Only the lines holding "presentation" are wanted here; copy each from the listing.
++++ RECORDS FOR THIS TASK
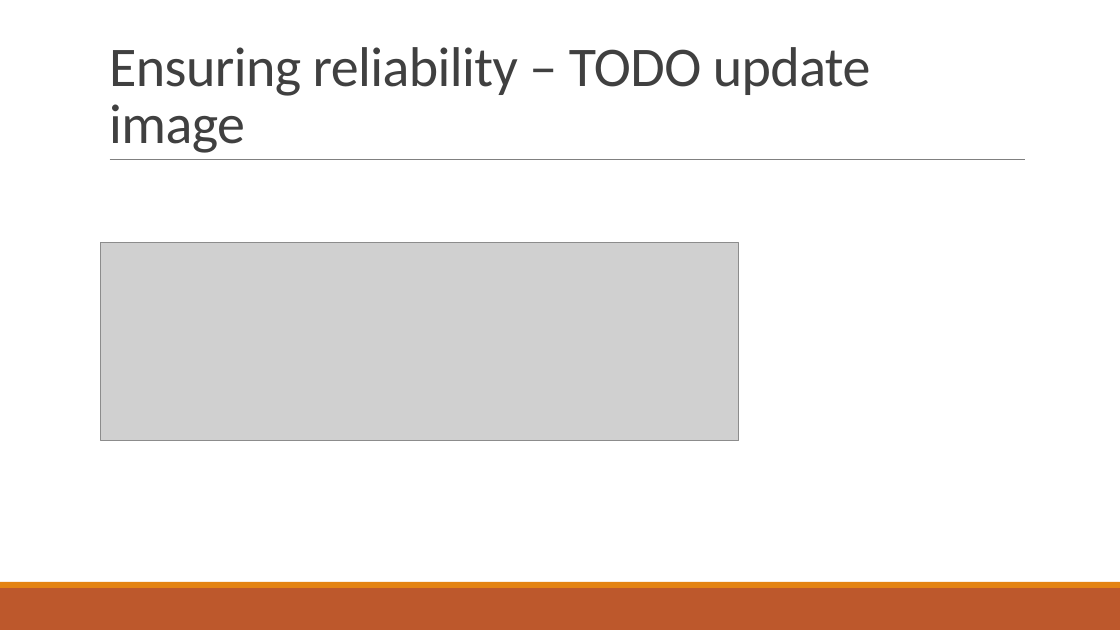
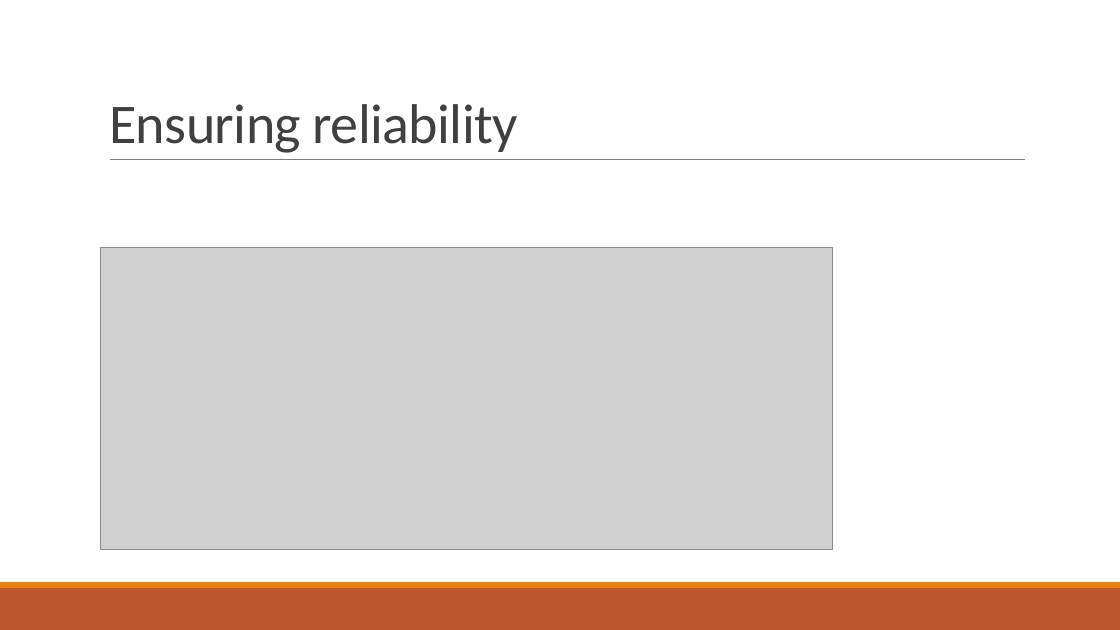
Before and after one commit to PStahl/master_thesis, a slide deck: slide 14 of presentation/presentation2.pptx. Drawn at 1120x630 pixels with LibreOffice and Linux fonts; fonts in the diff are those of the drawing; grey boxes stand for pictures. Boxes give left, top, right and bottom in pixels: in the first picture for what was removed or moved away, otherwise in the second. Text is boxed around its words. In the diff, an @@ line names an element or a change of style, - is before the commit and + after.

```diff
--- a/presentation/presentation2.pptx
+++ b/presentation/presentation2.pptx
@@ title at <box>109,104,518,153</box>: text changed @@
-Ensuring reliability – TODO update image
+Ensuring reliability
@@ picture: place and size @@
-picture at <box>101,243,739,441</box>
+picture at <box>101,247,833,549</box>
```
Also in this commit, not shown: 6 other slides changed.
++++++++
» **ANSWER FOR THE TASK**:
Before and after one commit to PStahl/master_thesis, a slide deck: slide 14 of presentation/presentation2.pptx. Drawn at 1120x630 pixels with LibreOffice and Linux fonts; fonts in the diff are those of the drawing; grey boxes stand for pictures. Boxes give left, top, right and bottom in pixels: in the first picture for what was removed or moved away, otherwise in the second. Text is boxed around its words. In the diff, an @@ line names an element or a change of style, - is before the commit and + after.
--- a/presentation/presentation2.pptx
+++ b/presentation/presentation2.pptx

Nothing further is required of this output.